He gets furious when you try to talk about it. You long for any sign of affection; a hug, a smile, even a kind word. You pray that it will be once again what it once was. You ache in a way you cannot explain, a pain that never subsides during the day and that wakes you at night. If you can fall asleep at all.
You want to know how to save your marriage. Can I say the right thing or find some miracle that will save my marriage?
It usually does. If she wants out of the marriage, she will get more aggravated with you, become meaner in what she says, and find a faster way out if you keep trying. Does that mean there is no hope? You can give up. Though I spend my life helping people salvage what others consider hopeless marriages, even I agree that there is a time to accept the inevitable and start moving on with your life. If your spouse leaves you and moves on, there can definitely come a time to accept that your marriage is over and find the path to a different life and a new relationship.
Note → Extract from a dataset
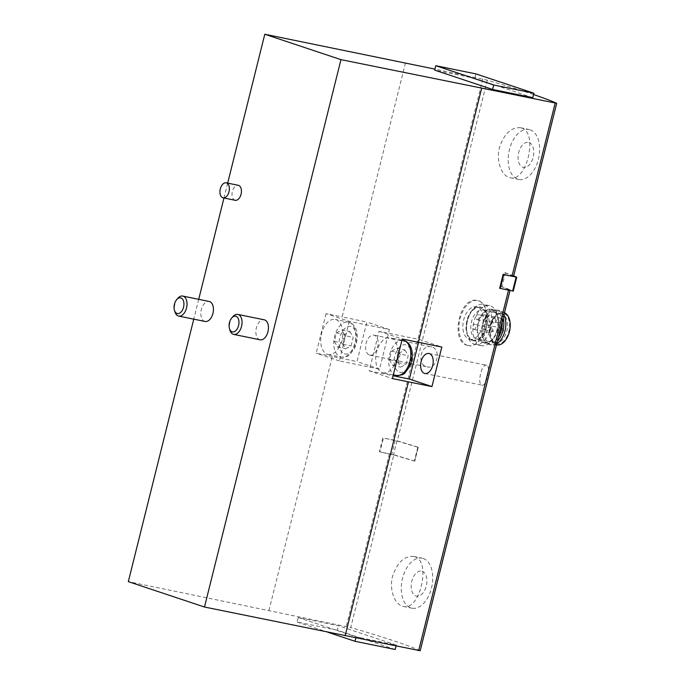 <?xml version="1.0" encoding="UTF-8"?>
<svg xmlns="http://www.w3.org/2000/svg" width="685" height="685" viewBox="0 0 685 685"><rect width="100%" height="100%" fill="white"/><g stroke="black" fill="none" stroke-linecap="round" stroke-linejoin="round"><path stroke-width="0.51" stroke-dasharray="3.42 2.57" d="M393.789 454.977L379.978 451.929L383.446 438.032L397.249 441.08A182.921 10.532 14 0 1 418.073 447.288L414.613 461.185A182.921 10.532 14 0 0 393.789 454.977L350.754 627.546L128.318 581.642M499.656 288.291L509.923 290.166A182.921 10.532 14 0 0 500.478 286.287L503.946 272.39A182.921 10.532 14 0 1 513.382 276.269L513.544 276.38M420.205 650.75L420.042 650.639A182.921 10.532 14 0 0 350.754 627.546M521.508 128.009C538.513 132.214 526.731 182.69 510.231 177.732C501.951 176.439 495.803 161.437 499.451 147.643C504.117 133.772 511.113 127.136 520.454 127.727L521.508 128.009M533.555 94.539A182.921 10.532 14 0 0 487.24 80.162L434.924 69.117M486.727 365.31L486.461 365.233C481.478 363.427 476.88 384.944 482.06 385.175C486.204 386.888 491.119 366.287 486.727 365.31M431.704 346.978L431.122 346.833C420.47 343.819 416.523 365.55 427.346 366.895C436.996 369.694 441.56 349.102 431.704 346.978M414.622 556.717C431.627 560.929 419.836 611.405 403.337 606.448C395.065 605.146 388.909 590.153 392.565 576.35C397.223 562.488 404.227 555.843 413.56 556.434L414.622 556.717M467.324 345.334C449.66 341.061 459.703 295.518 477.462 300.578C494.048 302.53 483.798 350.146 468.266 345.582L467.324 345.334M418.544 342.346L419.254 339.503L379.07 331.292L369.206 370.85L392.377 378.574M379.07 331.292L402.241 339.015M382.418 372.58A17.87 10.635 -78.4 0 0 383.155 372.777A17.87 10.635 -78.4 0 0 397.154 357.399A17.87 10.635 -78.4 0 0 390.313 337.765A17.87 10.635 -78.4 0 0 376.45 352.518A17.87 10.635 -78.4 0 0 382.418 372.58M405.451 63.003L342.149 316.915L366.869 322.044L357.005 361.603L332.285 356.474L268.974 610.386M349.239 321.351L339.375 360.909L379.567 369.121L389.423 329.562L349.239 321.351L326.069 313.627L342.149 316.915M326.069 313.627L316.205 353.186L332.285 356.474M227.677 183.126L223.969 197.999M198.71 299.328L193.761 319.159M235.186 200.294A7.655 4.555 101.6 0 1 232.249 191.877A7.655 4.555 101.6 0 1 238.252 185.292M205.08 321.47A10.207 6.079 101.6 0 1 204.661 321.359A10.207 6.079 101.6 0 1 201.253 309.894A10.207 6.079 101.6 0 1 209.173 301.468M260.112 339.811A10.207 6.079 101.6 0 1 259.692 339.692A10.207 6.079 101.6 0 1 256.276 328.235A10.207 6.079 101.6 0 1 264.196 319.801M532.776 97.664L474.859 78.364L434.667 70.144M396.298 645.056L338.381 625.747L298.189 617.536L356.114 636.836L396.298 645.056L396.058 646.015M419.254 339.503L441.816 347.03M369.206 370.85L393.079 375.731M369.429 355.035A10.207 6.079 -78.4 0 0 369.849 355.147A10.207 6.079 -78.4 0 0 377.777 346.721A10.207 6.079 -78.4 0 0 374.361 335.256A10.207 6.079 -78.4 0 0 373.942 335.145A10.207 6.079 -78.4 0 0 366.021 343.57A10.207 6.079 -78.4 0 0 369.429 355.035M379.567 369.121L357.005 361.603M389.423 329.562L366.869 322.044M339.375 360.909L316.205 353.186M327.396 354.239A17.87 10.635 -78.4 0 0 328.132 354.436A17.87 10.635 -78.4 0 0 342.132 339.058A17.87 10.635 -78.4 0 0 335.29 319.424A17.87 10.635 -78.4 0 0 321.428 334.177A17.87 10.635 -78.4 0 0 327.396 354.239M404.946 349.992L408.217 355.72L406.085 364.283L400.674 367.117L397.394 361.389L399.535 352.826L404.946 349.992L396.906 348.348L400.186 354.076L408.217 355.72M232.712 316.787A10.207 6.079 -78.4 0 0 229.963 330.23M349.924 331.651L353.195 337.38L351.062 345.951L345.651 348.785L342.372 343.048L344.512 334.485L349.924 331.651L341.883 330.007L345.163 335.736L353.195 337.38M177.689 298.446A10.207 6.079 -78.4 0 0 174.94 311.889M400.186 354.076L398.045 362.639L392.633 365.473L389.363 359.745L391.495 351.182L399.535 352.826M389.363 359.745L397.394 361.389M391.495 351.182L396.906 348.348M398.045 362.639L406.085 364.283M392.633 365.473L400.674 367.117M345.163 335.736L343.022 344.307L337.611 347.141L334.331 341.413L336.472 332.841L344.512 334.485M334.331 341.413L342.372 343.048M336.472 332.841L341.883 330.007M343.022 344.307L351.062 345.951M337.611 347.141L345.651 348.785M423.184 558.472A25.525 15.19 101.6 0 1 431.704 587.131A25.525 15.19 101.6 0 1 411.908 608.203A25.525 15.19 101.6 0 1 402.129 580.152A25.525 15.19 101.6 0 1 422.131 558.189A25.525 15.19 101.6 0 1 423.184 558.472M422.106 571.247A12.758 7.595 101.6 0 1 423.758 591.874A12.758 7.595 101.6 0 1 411.214 587.696A12.758 7.595 101.6 0 1 422.106 571.247M530.07 129.756A25.525 15.19 101.6 0 1 538.598 158.415A25.525 15.19 101.6 0 1 518.793 179.487A25.525 15.19 101.6 0 1 509.024 151.436A25.525 15.19 101.6 0 1 529.017 129.474A25.525 15.19 101.6 0 1 530.07 129.756M529 142.531A12.758 7.595 101.6 0 1 530.644 163.158A12.758 7.595 101.6 0 1 518.108 158.98A12.758 7.595 101.6 0 1 529 142.531M467.53 345.368A22.973 13.674 -78.4 0 0 468.471 345.625A22.973 13.674 -78.4 0 0 486.47 325.854A22.973 13.674 -78.4 0 0 477.676 300.612A22.973 13.674 -78.4 0 0 459.849 319.578A22.973 13.674 -78.4 0 0 467.53 345.368M476.332 338.852A14.805 8.811 -78.4 0 0 476.94 339.024A14.805 8.811 -78.4 0 0 488.542 326.283A14.805 8.811 -78.4 0 0 482.874 310.014A14.805 8.811 -78.4 0 0 471.383 322.233A14.805 8.811 -78.4 0 0 476.332 338.852M483.619 319.784A2.552 1.516 -78.4 0 0 483.721 319.809A2.552 1.516 -78.4 0 0 485.699 317.703A2.552 1.516 -78.4 0 0 484.852 314.843A2.552 1.516 -78.4 0 0 484.749 314.809A2.552 1.516 -78.4 0 0 482.762 316.915A2.552 1.516 -78.4 0 0 483.619 319.784M477.025 319.587A2.552 1.516 -78.4 0 0 477.128 319.612A2.552 1.516 -78.4 0 0 479.115 317.506A2.552 1.516 -78.4 0 0 478.258 314.638A2.552 1.516 -78.4 0 0 478.156 314.612A2.552 1.516 -78.4 0 0 476.169 316.718A2.552 1.516 -78.4 0 0 477.025 319.587M473.72 329.348A2.552 1.516 -78.4 0 0 473.823 329.382A2.552 1.516 -78.4 0 0 475.81 327.276A2.552 1.516 -78.4 0 0 474.953 324.407A2.552 1.516 -78.4 0 0 474.851 324.382A2.552 1.516 -78.4 0 0 472.873 326.488A2.552 1.516 -78.4 0 0 473.72 329.348M484.149 329.665A2.552 1.516 -78.4 0 0 484.252 329.69A2.552 1.516 -78.4 0 0 486.23 327.584A2.552 1.516 -78.4 0 0 485.382 324.716A2.552 1.516 -78.4 0 0 485.271 324.69A2.552 1.516 -78.4 0 0 483.293 326.796A2.552 1.516 -78.4 0 0 484.149 329.665M494.818 342.637A14.805 8.811 -78.4 0 0 495.426 342.8A14.805 8.811 -78.4 0 0 507.028 330.059A14.805 8.811 -78.4 0 0 501.36 313.79A14.805 8.811 -78.4 0 0 498.928 313.85A14.805 8.811 -78.4 0 0 489.758 326.531A14.805 8.811 -78.4 0 0 493.217 341.789A14.805 8.811 -78.4 0 0 494.818 342.637M496.248 343.682A15.541 9.256 -78.4 0 0 509.332 328.946A15.541 9.256 -78.4 0 0 500.564 313.456A15.541 9.256 -78.4 0 0 490.94 326.771A15.541 9.256 -78.4 0 0 494.57 342.8A15.541 9.256 -78.4 0 0 496.248 343.682M504.477 312.737A16.594 9.873 -78.4 0 0 504.443 312.72A16.594 9.873 -78.4 0 0 490.683 325.11A16.594 9.873 -78.4 0 0 495.991 344.692A16.594 9.873 -78.4 0 0 497.849 345M503.92 314.972A17.613 10.48 -78.4 0 0 499.699 310.716A17.613 10.48 -78.4 0 0 498.5 310.339A17.613 10.48 -78.4 0 0 484.843 324.878A17.613 10.48 -78.4 0 0 490.725 344.658A17.613 10.48 -78.4 0 0 491.453 344.855A17.613 10.48 -78.4 0 0 492.695 344.975A17.613 10.48 -78.4 0 0 496.736 343.784M503.175 317.977A17.613 10.48 -78.4 0 0 496.497 309.928A17.613 10.48 -78.4 0 0 489.724 312.043A17.613 10.48 -78.4 0 0 484.038 339.837A17.613 10.48 -78.4 0 0 488.713 344.247A17.613 10.48 -78.4 0 0 489.441 344.444A17.613 10.48 -78.4 0 0 497.361 341.267M502.148 322.087A16.594 9.873 -78.4 0 0 495.281 310.725A16.594 9.873 -78.4 0 0 488.902 312.72A16.594 9.873 -78.4 0 0 483.55 338.904A16.594 9.873 -78.4 0 0 487.96 343.048A16.594 9.873 -78.4 0 0 488.636 343.236A16.594 9.873 -78.4 0 0 498.329 337.397M483.935 342.226A16.594 9.873 -78.4 0 0 484.62 342.414A16.594 9.873 -78.4 0 0 497.618 328.141A16.594 9.873 -78.4 0 0 491.265 309.903A16.594 9.873 -78.4 0 0 478.395 323.603A16.594 9.873 -78.4 0 0 483.935 342.226M483.773 342.902A17.288 10.292 -78.4 0 0 493.089 339.066A17.288 10.292 -78.4 0 0 497.738 316.307A17.288 10.292 -78.4 0 0 480.39 316.898A17.288 10.292 -78.4 0 0 483.773 342.902M480.545 345.437A20.422 12.15 -78.4 0 0 481.392 345.66A20.422 12.15 -78.4 0 0 491.556 340.899A20.422 12.15 -78.4 0 0 497.045 314.021A20.422 12.15 -78.4 0 0 489.569 305.647A20.422 12.15 -78.4 0 0 473.729 322.507A20.422 12.15 -78.4 0 0 480.545 345.437M474.226 344.144A20.422 12.15 -78.4 0 0 475.065 344.367A20.422 12.15 -78.4 0 0 491.068 326.796A20.422 12.15 -78.4 0 0 483.242 304.363A20.422 12.15 -78.4 0 0 473.087 309.123A20.422 12.15 -78.4 0 0 467.59 336.001A20.422 12.15 -78.4 0 0 474.226 344.144M472.513 340.608A17.288 10.292 -78.4 0 0 487.335 319.467A17.288 10.292 -78.4 0 0 471.545 310.956A17.288 10.292 -78.4 0 0 466.896 333.715A17.288 10.292 -78.4 0 0 472.513 340.608M472.684 339.931A16.594 9.873 -78.4 0 0 473.369 340.111A16.594 9.873 -78.4 0 0 486.367 325.837A16.594 9.873 -78.4 0 0 480.014 307.608A16.594 9.873 -78.4 0 0 467.144 321.299A16.594 9.873 -78.4 0 0 472.684 339.931M469.071 339.195A16.594 9.873 -78.4 0 0 469.756 339.375A16.594 9.873 -78.4 0 0 482.754 325.101A16.594 9.873 -78.4 0 0 476.4 306.863A16.594 9.873 -78.4 0 0 463.522 320.563A16.594 9.873 -78.4 0 0 469.071 339.195M395.194 649.5L337.268 630.2L338.381 625.747M337.268 630.2L297.084 621.989L298.189 617.536M297.084 621.989L327.832 632.238M355.84 637.923L356.114 636.836M475.964 73.911L474.859 78.364M516.661 277.168L513.193 291.065A139.355 8.023 14 0 0 501.959 286.698L500.478 286.287M513.664 275.909A139.355 8.023 14 0 0 505.419 272.801L503.946 272.39M418.073 447.288L417.841 447.125A139.355 8.023 14 0 0 396.983 440.797L383.446 438.032M414.613 461.185L414.374 461.022A139.355 8.023 14 0 0 393.515 454.694L379.978 451.929M382.846 437.835L379.379 451.723M389.328 453.864L346.302 626.441M509.923 290.166L420.042 650.639M487.24 80.162L397.249 441.08M556.52 103.255L513.382 276.269M482.779 79.049L392.788 439.967M399.415 372.152A14.034 8.357 -78.4 0 0 411.402 354.051A14.034 8.357 -78.4 0 0 397.608 349.461A14.034 8.357 -78.4 0 0 399.415 372.152M403.371 340.436A17.87 10.635 -78.4 0 0 389.508 355.181A17.87 10.635 -78.4 0 0 395.476 375.243A17.87 10.635 -78.4 0 0 396.221 375.44M344.392 353.811A14.034 8.357 -78.4 0 0 356.38 335.718A14.034 8.357 -78.4 0 0 342.586 331.12A14.034 8.357 -78.4 0 0 344.392 353.811M340.454 356.911A17.87 10.635 -78.4 0 0 341.19 357.108A17.87 10.635 -78.4 0 0 355.19 341.729A17.87 10.635 -78.4 0 0 348.348 322.096A17.87 10.635 -78.4 0 0 334.485 336.849A17.87 10.635 -78.4 0 0 340.454 356.911M501.66 328.046A2.552 1.516 101.6 0 1 502.507 330.915A2.552 1.516 101.6 0 1 500.529 333.021A2.552 1.516 101.6 0 1 499.553 330.213A2.552 1.516 101.6 0 1 501.548 328.021A2.552 1.516 101.6 0 1 501.66 328.046M491.231 327.73A2.552 1.516 101.6 0 1 492.087 330.598A2.552 1.516 101.6 0 1 490.1 332.704A2.552 1.516 101.6 0 1 489.124 329.905A2.552 1.516 101.6 0 1 491.128 327.704A2.552 1.516 101.6 0 1 491.231 327.73M494.536 317.968A2.552 1.516 101.6 0 1 495.383 320.837A2.552 1.516 101.6 0 1 493.405 322.943A2.552 1.516 101.6 0 1 492.429 320.135A2.552 1.516 101.6 0 1 494.424 317.943A2.552 1.516 101.6 0 1 494.536 317.968M501.129 318.165A2.552 1.516 101.6 0 1 501.977 321.034A2.552 1.516 101.6 0 1 499.999 323.14A2.552 1.516 101.6 0 1 499.022 320.332A2.552 1.516 101.6 0 1 501.018 318.14A2.552 1.516 101.6 0 1 501.129 318.165M505.419 272.801L501.959 286.698M417.841 447.125L414.374 461.022M395.236 440.361L391.777 454.258M396.983 440.797L393.515 454.694M401.958 340.145L390.313 337.765M393.301 374.849L383.155 372.777M328.132 354.436L341.19 357.108C345.908 357.082 348.862 356.191 350.044 354.41L354.761 347.954C360.079 335.607 356.363 323.74 348.348 322.096L335.29 319.424M424.88 373.488L482.06 385.175M428.964 353.486L486.461 365.233M369.849 355.147L427.346 366.903M373.942 335.145L431.122 346.833M403.337 606.448L411.908 608.203M413.56 556.434L422.131 558.189M510.222 177.732L518.793 179.487M520.454 127.727L529.017 129.474M501.36 313.79L482.874 310.014M495.426 342.8L476.94 339.024M493.217 341.789L494.57 342.8M498.928 313.85L500.564 313.456M504.443 312.72L499.699 310.716M496.437 344.992L492.695 344.975M498.5 310.339L496.497 309.928M491.453 344.855L489.441 344.444M483.55 338.904L484.038 339.837M488.902 312.72L489.724 312.043M495.281 310.725L491.265 309.903M488.636 343.236L484.62 342.414M497.738 316.307L497.045 314.021M493.089 339.066L491.556 340.899M489.569 305.647L483.242 304.363M481.392 345.66L475.065 344.367M466.896 333.715L467.59 336.001M471.545 310.956L473.087 309.123M480.014 307.608L476.4 306.863M473.369 340.111L469.756 339.375M484.252 329.69L500.529 333.021C504.091 331.882 504.52 330.238 501.831 328.089L485.271 324.69M473.823 329.382L490.1 332.704C493.662 331.566 494.099 329.93 491.402 327.781L474.851 324.382M477.128 319.612L493.405 322.943C496.967 321.804 497.404 320.16 494.707 318.011L478.156 314.612M483.721 319.809L499.999 323.14C503.561 322.001 503.989 320.357 501.3 318.208L484.749 314.809M418.218 447.288L414.759 461.176"/><path stroke-width="1.03" d="M193.761 319.159L128.318 581.642L204.481 607.021L420.205 650.75L510.025 290.491M434.924 69.117L264.795 34.25L340.967 59.638L556.52 103.255A182.921 10.532 14 0 0 533.555 94.539M481.623 88.382L418.312 342.303L402.241 339.015L392.377 378.574L408.448 381.862L345.137 635.774M264.795 34.25L227.677 183.126M223.969 197.999L198.71 299.328M226.196 182.827L238.252 185.292A7.655 4.555 101.6 0 1 238.568 185.378A7.655 4.555 101.6 0 1 241.129 193.975A7.655 4.555 101.6 0 1 235.186 200.294L223.13 197.828A7.655 4.555 101.6 0 1 220.193 189.411A7.655 4.555 101.6 0 1 226.196 182.827A7.655 4.555 101.6 0 1 226.512 182.912A7.655 4.555 101.6 0 1 229.073 191.509A7.655 4.555 101.6 0 1 223.13 197.828M182.767 296.066L209.173 301.468A10.207 6.079 101.6 0 1 209.593 301.58A10.207 6.079 101.6 0 1 213.009 313.045A10.207 6.079 101.6 0 1 205.08 321.47L178.682 316.076A10.207 6.079 -78.4 0 0 186.68 307.291A10.207 6.079 -78.4 0 0 182.767 296.066A10.207 6.079 -78.4 0 0 177.689 298.446L176.61 299.73A8.014 4.769 -78.4 0 0 174.452 310.288A8.014 4.769 -78.4 0 0 177.064 313.482A8.014 4.769 -78.4 0 0 183.931 303.678A8.014 4.769 -78.4 0 0 176.61 299.73M237.789 314.406L264.196 319.801A10.207 6.079 101.6 0 1 264.615 319.912A10.207 6.079 101.6 0 1 268.032 331.377A10.207 6.079 101.6 0 1 260.112 339.811L233.705 334.408A10.207 6.079 -78.4 0 0 241.702 325.623A10.207 6.079 -78.4 0 0 237.789 314.406A10.207 6.079 -78.4 0 0 232.712 316.787L231.641 318.071A8.014 4.769 -78.4 0 0 229.484 328.62A8.014 4.769 -78.4 0 0 232.087 331.823A8.014 4.769 -78.4 0 0 238.962 322.018A8.014 4.769 -78.4 0 0 231.641 318.071M340.967 59.638L204.481 607.021M555.15 103.17L512.012 276.183L503.124 274.402L499.656 288.291L513.193 291.065M418.312 342.303L441.816 347.03L431.952 386.58L408.448 381.862M512.012 276.183L513.544 276.38L556.682 103.358M492.592 89.452L532.776 97.664L533.889 93.211L475.964 73.911L435.78 65.7L434.667 70.144L492.592 89.452L493.697 85L533.889 93.211M429.384 353.597A10.207 6.079 101.6 0 1 432.8 365.062A10.207 6.079 101.6 0 1 424.88 373.488A10.207 6.079 101.6 0 1 420.967 362.271A10.207 6.079 101.6 0 1 428.964 353.486A10.207 6.079 101.6 0 1 429.384 353.597M393.079 375.731L409.39 379.062L418.544 342.346M409.39 379.062L431.952 386.58M229.484 328.62L229.963 330.23A10.207 6.079 -78.4 0 0 233.285 334.297A10.207 6.079 -78.4 0 0 233.705 334.408M174.452 310.288L174.94 311.889A10.207 6.079 -78.4 0 0 178.254 315.956A10.207 6.079 -78.4 0 0 178.682 316.076M496.437 344.992L497.849 345A16.594 9.873 -78.4 0 0 509.666 330.632A16.594 9.873 -78.4 0 0 504.477 312.737M496.736 343.784A17.613 10.48 -78.4 0 0 503.92 314.972M497.361 341.267A17.613 10.48 -78.4 0 0 503.175 317.977M498.329 337.397A16.594 9.873 -78.4 0 0 502.148 322.087M327.832 632.238L355.001 641.288L355.84 637.923M355.001 641.288L395.194 649.5L396.058 646.015M435.78 65.7L493.697 85M503.124 274.402L503.723 274.599L500.255 288.496M503.723 274.599L516.661 277.168A139.355 8.023 14 0 0 513.664 275.909M508.518 290.183L418.663 650.553M403.371 340.436C411.394 342.08 415.101 353.948 409.784 366.295L405.075 372.751C403.885 374.524 400.93 375.423 396.221 375.44A17.87 10.635 -78.4 0 0 410.212 360.07A17.87 10.635 -78.4 0 0 403.371 340.436L401.958 340.145M516.113 277.134L512.645 291.031M396.221 375.44L393.301 374.849M516.73 277.211L513.262 291.108"/></g></svg>

However, in my experience working with couples, giving up usually occurs far too early. You can push harder, demand, cling, beg, and do all sorts of things to pressure your spouse to stay. Most people tend to do that because they love so deeply and desperately want to save their marriages.
In actuality, it drives the other person from you even faster. Think of it this way, attraction draws people together, repulsion drives them apart. No one is attractive when he or she falls apart emotionally, cries, whines, or begs. While human compassion generally drives us toward helping a person in pain, it also drives us away from a person whose pain is caused by us when we have no intention of stopping the action causing the pain.
Though the emotions you feel that lead you to these actions are powerful, they are ineffective in helping you save your marriage. I see it regularly with spouses who refuse to seek help or who yields to every demand because the departing spouse becomes angrier or threatens to take the children or bring about financial penalties. Somehow the mate longing to save the marriage buys into the idea that if they just go along with everything, the departing spouse will come to his or her senses and renew the marriage.
The manipulation through anger or threats serves the purpose of freezing you into inaction so that the departing spouse can get do things to leave with the least amount of difficulty. My experience over twenty years with thousands of couples tells me that most people who give up do it too soon. It is your responsibility for standing for your marriage alone and giving it your best shot to salvage it. So, listed below are ways to save a marriage when only one is trying.
Before you think of walking out a relationship, ask yourself the reason you were in a relationship. This way, you surely will get an answer as to how there is still love between you despite the clash or misunderstanding. Every human has a few flaws.
These flaws only make us human. Instead of expecting perfection from your partner, start acknowledging the flaws. Every marriage goes through a problem. Try to find out the problem. There is definitely a solution to all the problems. You must give up on these at once and should take things in your control. Seek advice from experts , if needed. Talk to your partner about your failing marriage and steps you can take to control it.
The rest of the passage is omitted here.